COMMENTS (17 Comments, most recent shown first)

MarisFan61
Re whether the difference between exactly how Owen put it and what Bill looked at makes a difference, i.e. whether it keeps these results from being applicable to what Owen asked:

I think it depends on whether the effect of slowness in a leadoff man is a continuum.
If it is, I think these results do apply to it. If it isn't, they might not.
1:34 PM May 25th
 
MarisFan61
P.S. Please forget that last post -- sort of true but doesn't matter for anything.
6:00 PM May 24th
 
MarisFan61
Bill: Upon further review... :-)

I wasn't wrong in thinking you didn't include reached-on-error in ON-BASE-AVERAGE, and so, I think that what Evanecurb and I said about it does apply.

(It was included in the study as a separate consideration.)
5:56 PM May 24th
 
MarisFan61
Comments:

A thing I realized while I was doing this:
I'm afraid this will seem to some (especially Bill) :-) like eye-rolling semantic irrelevance, but:
Bill didn't really study what Owen asked.

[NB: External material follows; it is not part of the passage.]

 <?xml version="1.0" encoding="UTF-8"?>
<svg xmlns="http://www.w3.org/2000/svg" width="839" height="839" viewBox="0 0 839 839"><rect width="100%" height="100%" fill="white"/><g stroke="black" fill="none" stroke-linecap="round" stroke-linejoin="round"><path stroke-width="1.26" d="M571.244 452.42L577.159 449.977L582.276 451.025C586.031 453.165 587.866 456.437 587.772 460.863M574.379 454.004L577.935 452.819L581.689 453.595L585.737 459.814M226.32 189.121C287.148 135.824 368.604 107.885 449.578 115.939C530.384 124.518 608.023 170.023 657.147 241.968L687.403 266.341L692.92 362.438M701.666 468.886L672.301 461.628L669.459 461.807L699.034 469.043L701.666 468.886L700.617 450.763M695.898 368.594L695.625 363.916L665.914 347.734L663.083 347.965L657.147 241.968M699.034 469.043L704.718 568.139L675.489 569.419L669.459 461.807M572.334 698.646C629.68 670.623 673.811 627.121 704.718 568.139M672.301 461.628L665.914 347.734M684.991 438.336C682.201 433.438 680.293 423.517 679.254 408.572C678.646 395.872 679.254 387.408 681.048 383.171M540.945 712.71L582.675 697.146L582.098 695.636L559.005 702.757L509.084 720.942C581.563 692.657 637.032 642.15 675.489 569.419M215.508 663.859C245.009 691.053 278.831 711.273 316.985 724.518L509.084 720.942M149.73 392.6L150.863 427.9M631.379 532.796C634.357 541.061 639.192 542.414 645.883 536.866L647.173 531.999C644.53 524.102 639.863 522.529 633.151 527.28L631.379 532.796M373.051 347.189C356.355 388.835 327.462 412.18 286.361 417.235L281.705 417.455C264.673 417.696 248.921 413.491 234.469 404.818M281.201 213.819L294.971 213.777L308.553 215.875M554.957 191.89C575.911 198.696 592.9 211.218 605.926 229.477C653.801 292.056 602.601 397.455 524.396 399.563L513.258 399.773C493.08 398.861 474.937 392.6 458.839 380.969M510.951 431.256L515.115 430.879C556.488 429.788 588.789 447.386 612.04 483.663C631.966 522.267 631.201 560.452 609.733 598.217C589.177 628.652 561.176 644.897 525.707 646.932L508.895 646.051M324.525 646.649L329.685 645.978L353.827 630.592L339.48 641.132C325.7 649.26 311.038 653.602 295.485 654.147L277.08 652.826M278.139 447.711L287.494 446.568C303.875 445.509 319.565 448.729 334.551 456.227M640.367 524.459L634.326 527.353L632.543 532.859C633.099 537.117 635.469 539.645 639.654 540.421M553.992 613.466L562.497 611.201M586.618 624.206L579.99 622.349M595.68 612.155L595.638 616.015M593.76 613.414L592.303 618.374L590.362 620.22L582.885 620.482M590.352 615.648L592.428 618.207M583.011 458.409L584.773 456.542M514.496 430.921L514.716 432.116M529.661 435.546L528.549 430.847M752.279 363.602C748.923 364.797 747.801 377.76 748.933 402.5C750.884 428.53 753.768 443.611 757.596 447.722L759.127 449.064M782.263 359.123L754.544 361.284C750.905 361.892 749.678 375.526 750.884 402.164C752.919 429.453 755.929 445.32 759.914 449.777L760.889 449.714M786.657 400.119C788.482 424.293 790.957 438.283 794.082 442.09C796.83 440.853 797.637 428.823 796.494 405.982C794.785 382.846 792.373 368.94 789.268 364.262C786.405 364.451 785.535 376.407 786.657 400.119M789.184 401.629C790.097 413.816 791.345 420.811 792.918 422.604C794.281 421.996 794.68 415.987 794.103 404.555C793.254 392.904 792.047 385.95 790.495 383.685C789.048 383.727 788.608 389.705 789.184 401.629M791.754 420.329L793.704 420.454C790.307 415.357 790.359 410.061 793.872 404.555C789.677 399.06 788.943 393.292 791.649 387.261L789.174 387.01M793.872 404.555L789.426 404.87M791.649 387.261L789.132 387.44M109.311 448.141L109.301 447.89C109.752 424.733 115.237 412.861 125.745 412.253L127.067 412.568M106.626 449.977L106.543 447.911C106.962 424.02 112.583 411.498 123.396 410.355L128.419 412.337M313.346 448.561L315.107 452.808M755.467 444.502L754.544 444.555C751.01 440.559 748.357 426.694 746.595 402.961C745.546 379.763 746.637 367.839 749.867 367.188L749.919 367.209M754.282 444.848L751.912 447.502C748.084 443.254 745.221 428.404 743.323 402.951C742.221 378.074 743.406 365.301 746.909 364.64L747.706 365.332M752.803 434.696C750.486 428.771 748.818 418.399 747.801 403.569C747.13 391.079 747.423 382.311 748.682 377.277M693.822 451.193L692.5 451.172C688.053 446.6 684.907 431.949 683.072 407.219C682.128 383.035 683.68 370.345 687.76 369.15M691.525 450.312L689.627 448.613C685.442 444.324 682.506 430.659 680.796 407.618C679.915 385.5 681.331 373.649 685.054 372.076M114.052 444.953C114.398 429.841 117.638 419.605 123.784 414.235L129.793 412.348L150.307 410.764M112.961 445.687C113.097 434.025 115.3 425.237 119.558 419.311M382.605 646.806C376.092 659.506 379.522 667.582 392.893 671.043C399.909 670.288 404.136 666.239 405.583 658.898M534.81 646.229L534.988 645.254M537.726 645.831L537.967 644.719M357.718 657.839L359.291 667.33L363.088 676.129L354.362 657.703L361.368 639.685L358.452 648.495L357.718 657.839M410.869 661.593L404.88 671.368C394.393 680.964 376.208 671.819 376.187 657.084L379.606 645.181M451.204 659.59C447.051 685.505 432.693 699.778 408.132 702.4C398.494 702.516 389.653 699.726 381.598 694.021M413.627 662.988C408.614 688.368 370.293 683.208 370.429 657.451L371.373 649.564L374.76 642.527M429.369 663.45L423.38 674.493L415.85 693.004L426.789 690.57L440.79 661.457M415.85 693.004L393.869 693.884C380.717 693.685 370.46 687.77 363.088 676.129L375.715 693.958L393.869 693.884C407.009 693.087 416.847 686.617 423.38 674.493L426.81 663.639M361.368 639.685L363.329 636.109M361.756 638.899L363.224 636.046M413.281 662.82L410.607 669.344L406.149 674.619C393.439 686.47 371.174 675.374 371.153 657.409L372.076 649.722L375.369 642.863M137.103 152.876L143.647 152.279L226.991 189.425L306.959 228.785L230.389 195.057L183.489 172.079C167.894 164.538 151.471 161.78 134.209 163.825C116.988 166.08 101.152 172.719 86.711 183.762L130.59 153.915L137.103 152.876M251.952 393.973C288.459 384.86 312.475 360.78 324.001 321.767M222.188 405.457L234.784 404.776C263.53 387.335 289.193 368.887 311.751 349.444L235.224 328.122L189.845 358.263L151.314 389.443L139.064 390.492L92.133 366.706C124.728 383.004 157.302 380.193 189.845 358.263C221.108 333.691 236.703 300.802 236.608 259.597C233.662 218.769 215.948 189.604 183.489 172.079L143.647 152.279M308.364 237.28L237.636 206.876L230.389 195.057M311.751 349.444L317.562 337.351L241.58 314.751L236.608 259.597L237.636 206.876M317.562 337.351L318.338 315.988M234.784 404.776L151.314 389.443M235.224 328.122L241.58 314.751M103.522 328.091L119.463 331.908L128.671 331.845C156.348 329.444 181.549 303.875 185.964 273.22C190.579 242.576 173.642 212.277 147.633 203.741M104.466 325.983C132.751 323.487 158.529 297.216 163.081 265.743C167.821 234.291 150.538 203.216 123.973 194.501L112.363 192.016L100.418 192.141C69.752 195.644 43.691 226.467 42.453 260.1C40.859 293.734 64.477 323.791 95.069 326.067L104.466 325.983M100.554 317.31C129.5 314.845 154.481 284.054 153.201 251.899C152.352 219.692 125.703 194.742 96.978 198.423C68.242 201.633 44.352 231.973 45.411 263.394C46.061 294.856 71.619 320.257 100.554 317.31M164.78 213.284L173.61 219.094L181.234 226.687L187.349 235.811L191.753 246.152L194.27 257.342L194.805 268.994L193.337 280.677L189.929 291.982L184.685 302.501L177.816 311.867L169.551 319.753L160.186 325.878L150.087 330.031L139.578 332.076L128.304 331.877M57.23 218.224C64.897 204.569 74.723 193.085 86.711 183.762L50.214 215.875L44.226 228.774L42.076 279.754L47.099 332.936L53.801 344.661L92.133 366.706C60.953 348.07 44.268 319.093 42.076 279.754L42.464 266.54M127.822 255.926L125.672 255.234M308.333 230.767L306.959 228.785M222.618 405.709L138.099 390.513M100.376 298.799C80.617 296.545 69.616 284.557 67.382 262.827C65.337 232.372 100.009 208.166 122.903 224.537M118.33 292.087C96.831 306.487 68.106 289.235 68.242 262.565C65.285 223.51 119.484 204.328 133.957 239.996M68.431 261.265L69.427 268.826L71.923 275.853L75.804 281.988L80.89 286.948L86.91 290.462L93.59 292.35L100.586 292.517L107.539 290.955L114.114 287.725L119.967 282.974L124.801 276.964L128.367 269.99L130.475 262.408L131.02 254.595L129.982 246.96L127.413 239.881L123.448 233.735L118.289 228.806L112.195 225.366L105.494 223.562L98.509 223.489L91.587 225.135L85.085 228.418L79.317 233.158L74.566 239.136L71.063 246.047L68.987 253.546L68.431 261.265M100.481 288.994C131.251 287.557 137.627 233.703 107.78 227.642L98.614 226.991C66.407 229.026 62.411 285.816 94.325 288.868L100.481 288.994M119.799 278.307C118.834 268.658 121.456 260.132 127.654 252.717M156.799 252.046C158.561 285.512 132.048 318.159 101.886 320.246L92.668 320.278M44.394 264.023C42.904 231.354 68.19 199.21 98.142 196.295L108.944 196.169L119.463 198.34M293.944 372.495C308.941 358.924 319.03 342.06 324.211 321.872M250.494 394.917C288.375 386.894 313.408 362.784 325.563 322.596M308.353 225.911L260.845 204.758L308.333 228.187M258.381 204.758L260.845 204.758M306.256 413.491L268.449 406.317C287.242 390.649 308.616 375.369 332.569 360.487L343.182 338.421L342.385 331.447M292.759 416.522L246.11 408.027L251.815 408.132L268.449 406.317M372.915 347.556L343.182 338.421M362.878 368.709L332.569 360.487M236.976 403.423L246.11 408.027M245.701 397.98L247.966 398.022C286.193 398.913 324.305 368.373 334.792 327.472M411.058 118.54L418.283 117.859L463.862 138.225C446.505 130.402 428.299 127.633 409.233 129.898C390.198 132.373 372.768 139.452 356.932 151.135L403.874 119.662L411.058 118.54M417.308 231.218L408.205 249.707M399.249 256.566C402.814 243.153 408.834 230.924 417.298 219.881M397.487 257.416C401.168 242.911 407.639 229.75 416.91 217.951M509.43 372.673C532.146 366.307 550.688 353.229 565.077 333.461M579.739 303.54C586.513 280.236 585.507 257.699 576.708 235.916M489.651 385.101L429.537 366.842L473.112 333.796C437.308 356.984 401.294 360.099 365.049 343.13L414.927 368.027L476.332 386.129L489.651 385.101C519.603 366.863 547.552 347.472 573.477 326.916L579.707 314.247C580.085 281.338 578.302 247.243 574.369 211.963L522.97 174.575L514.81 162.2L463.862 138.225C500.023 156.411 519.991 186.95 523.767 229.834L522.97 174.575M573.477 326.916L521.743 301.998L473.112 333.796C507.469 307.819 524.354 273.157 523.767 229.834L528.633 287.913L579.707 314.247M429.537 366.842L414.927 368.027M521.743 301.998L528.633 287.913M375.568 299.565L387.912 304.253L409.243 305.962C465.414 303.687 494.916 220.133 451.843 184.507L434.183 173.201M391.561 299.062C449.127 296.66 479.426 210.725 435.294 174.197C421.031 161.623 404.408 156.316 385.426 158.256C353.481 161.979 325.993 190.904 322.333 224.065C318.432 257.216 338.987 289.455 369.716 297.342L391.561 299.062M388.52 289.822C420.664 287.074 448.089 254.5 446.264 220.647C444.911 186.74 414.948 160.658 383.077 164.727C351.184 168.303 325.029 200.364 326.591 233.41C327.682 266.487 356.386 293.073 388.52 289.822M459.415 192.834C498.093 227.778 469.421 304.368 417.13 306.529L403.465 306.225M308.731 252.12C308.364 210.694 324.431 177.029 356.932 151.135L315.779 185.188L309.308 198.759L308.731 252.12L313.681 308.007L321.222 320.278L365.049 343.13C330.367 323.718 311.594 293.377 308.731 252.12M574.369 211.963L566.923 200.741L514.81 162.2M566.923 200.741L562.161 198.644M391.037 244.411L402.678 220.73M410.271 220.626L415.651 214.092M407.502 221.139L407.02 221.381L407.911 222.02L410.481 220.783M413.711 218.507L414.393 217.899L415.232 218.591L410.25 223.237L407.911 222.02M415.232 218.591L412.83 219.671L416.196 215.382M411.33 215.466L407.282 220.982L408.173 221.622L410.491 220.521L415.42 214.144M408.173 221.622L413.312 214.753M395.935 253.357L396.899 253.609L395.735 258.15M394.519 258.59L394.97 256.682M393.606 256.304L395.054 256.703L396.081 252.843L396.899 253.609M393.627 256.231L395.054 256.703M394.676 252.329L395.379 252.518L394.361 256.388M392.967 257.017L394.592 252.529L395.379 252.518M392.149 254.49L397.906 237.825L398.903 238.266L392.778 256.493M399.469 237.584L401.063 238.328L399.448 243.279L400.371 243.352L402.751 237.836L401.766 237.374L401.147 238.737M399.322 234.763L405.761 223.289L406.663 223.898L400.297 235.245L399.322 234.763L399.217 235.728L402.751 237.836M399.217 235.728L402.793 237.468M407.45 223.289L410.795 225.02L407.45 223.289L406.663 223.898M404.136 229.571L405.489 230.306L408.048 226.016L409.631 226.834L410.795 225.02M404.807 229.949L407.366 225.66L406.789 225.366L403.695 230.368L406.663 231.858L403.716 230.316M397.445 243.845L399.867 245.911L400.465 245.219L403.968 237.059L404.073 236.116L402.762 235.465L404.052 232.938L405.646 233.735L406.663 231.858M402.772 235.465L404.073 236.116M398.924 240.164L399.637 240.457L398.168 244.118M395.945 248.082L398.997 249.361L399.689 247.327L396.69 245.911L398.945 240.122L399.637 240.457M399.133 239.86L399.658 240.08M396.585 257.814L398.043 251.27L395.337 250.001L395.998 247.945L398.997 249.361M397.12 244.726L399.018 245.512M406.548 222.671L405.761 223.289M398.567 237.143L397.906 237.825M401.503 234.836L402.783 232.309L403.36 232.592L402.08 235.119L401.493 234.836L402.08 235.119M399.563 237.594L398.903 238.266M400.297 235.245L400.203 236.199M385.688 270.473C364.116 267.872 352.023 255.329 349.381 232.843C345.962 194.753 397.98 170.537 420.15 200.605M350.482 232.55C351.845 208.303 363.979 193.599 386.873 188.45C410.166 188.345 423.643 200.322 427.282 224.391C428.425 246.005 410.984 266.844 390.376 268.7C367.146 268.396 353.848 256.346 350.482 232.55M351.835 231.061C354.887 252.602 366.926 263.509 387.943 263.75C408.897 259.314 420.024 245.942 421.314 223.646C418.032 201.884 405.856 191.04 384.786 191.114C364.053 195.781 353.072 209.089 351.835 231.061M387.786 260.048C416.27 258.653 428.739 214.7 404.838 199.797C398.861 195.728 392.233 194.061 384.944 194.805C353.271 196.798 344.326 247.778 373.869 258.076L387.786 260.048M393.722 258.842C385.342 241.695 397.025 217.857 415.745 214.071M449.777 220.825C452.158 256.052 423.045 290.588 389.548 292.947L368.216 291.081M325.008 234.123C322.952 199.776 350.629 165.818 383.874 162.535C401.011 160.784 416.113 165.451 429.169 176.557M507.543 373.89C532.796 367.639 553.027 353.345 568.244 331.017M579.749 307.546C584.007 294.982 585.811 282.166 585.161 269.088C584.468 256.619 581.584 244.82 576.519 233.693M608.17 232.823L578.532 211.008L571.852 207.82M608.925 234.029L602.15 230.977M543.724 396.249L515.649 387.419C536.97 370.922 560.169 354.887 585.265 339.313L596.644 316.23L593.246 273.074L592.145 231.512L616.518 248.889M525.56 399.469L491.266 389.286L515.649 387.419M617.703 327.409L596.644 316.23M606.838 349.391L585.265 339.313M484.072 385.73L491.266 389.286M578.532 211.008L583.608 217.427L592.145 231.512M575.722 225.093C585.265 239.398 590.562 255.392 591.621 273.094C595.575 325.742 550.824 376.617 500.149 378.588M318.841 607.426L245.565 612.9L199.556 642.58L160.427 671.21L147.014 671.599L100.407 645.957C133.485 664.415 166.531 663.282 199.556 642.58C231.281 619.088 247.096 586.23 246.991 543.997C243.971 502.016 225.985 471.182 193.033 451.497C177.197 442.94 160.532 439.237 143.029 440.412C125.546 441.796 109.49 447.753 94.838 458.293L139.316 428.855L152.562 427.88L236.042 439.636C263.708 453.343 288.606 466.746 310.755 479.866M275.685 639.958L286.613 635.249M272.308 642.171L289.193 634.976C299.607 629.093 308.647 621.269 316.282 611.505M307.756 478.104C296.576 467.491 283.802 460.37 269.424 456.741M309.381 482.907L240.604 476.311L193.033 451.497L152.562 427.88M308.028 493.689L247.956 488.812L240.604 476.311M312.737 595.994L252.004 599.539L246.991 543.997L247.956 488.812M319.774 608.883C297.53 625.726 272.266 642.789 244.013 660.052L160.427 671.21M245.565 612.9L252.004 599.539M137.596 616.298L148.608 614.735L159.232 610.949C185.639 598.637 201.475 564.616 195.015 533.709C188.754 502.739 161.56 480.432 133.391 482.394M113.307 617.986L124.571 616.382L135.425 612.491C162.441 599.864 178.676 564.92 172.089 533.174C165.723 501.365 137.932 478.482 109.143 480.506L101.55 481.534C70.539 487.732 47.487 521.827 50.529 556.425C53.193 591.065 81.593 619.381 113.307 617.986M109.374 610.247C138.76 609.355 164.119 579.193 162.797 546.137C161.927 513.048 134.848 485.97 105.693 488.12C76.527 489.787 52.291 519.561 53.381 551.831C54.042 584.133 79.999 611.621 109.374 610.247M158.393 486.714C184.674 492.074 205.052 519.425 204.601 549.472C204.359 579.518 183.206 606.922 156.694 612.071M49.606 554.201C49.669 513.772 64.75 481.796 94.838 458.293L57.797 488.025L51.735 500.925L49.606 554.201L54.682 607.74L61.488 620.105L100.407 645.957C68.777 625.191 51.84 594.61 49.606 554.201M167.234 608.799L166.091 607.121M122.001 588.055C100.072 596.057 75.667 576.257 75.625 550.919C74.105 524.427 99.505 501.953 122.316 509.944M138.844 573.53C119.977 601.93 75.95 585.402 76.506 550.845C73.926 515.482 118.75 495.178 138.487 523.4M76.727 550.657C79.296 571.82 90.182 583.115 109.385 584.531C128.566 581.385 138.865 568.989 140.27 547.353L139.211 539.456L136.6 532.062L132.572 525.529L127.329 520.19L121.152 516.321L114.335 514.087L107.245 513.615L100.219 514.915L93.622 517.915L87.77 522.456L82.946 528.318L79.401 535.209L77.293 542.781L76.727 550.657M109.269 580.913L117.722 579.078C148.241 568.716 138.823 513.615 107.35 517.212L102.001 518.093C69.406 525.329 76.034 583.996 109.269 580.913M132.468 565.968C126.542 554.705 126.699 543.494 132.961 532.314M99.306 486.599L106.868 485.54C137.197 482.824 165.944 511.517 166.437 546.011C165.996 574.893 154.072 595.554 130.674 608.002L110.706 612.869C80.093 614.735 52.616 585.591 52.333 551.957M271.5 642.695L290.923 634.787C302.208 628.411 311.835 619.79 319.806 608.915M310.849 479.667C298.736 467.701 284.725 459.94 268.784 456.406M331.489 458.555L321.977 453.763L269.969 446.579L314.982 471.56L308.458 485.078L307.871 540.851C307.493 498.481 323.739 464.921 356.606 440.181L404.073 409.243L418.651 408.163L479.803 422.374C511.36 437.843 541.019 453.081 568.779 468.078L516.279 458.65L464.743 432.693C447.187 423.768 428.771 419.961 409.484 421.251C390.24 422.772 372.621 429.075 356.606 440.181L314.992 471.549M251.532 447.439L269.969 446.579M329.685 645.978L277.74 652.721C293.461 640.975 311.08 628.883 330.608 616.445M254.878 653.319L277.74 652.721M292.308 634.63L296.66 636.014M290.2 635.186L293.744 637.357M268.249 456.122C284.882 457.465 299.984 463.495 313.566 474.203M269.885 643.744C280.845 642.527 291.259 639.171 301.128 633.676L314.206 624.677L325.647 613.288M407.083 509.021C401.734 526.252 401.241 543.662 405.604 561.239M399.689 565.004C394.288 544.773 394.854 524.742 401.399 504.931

There's an important difference between:
(1) "fast"/"slow," which was how Owen asked it, and
(2) relatively faster or slower than each other in pairs of players, which is what Bill looked at.

This didn't hit me until I did that "sub-study" and therefore was thinking of it in a more detailed way. The first thing was when I got to Chet Lemon and Andre Dawson, in which Lemon showed as the "slow" guy.
First I just wondered, how correct is it to consider Lemon slower than Dawson, but quickly I alit [spell-check says this isn't a word???] on the more basic thing:
Chet Lemon was SLOW??

Of course he wasn't. And that kind of thing applies to a few others of those known pairings, and must have applied to many many others of the thousands that were used in this study.

Looking at groups of comparable players who were relatively slower or faster than each other is completely different from looking at groups of "slow" and "fast" players.
I don't know that these results don't reflect on what Owen asked, but I do know that what was looked at in the study is completely different from what he asked.

-----------------

That's related, sort of, to the thing I raised about why Bill allowed the difference in on-base-average between a pair of players to be as small as .010. (I suggested requiring it to be at least maybe .020, because a difference as small as .010 is basically just "noise.")

I thought we'd be looking for a QUALITATIVE difference between the players in each of the two categories (on-base and speed), not just a quantitative one, and I didn't think a difference of .010 is enough to mean that one player 'really' was more of an on-base guy than the other guy.

In that thing as well as the speed thing, I see the differential we're looking for as not just a numerical thing but a CONCEPTUAL thing, regarding the characteristics of the players.
But, be that as it may, what I said here on the "speed" question is a clearer thing: What Bill looked at is simply not the same as what Owen said, or even similar; and maybe it still reflects on the question Owen asked but I can't tell if it does.

====================

Separate thing, completely unrelated, but related to what Evanecurb and I brought up, and to Bill's good choice to include reached-on-error:

Shouldn't "reached-on-error" be included in On-Base-Average?
Why the **** isn't it?
Pardon the obscenity :-) but, why isn't it???
It has probably been discussed here before -- I can't imagine it hasn't been -- but I don't recall it.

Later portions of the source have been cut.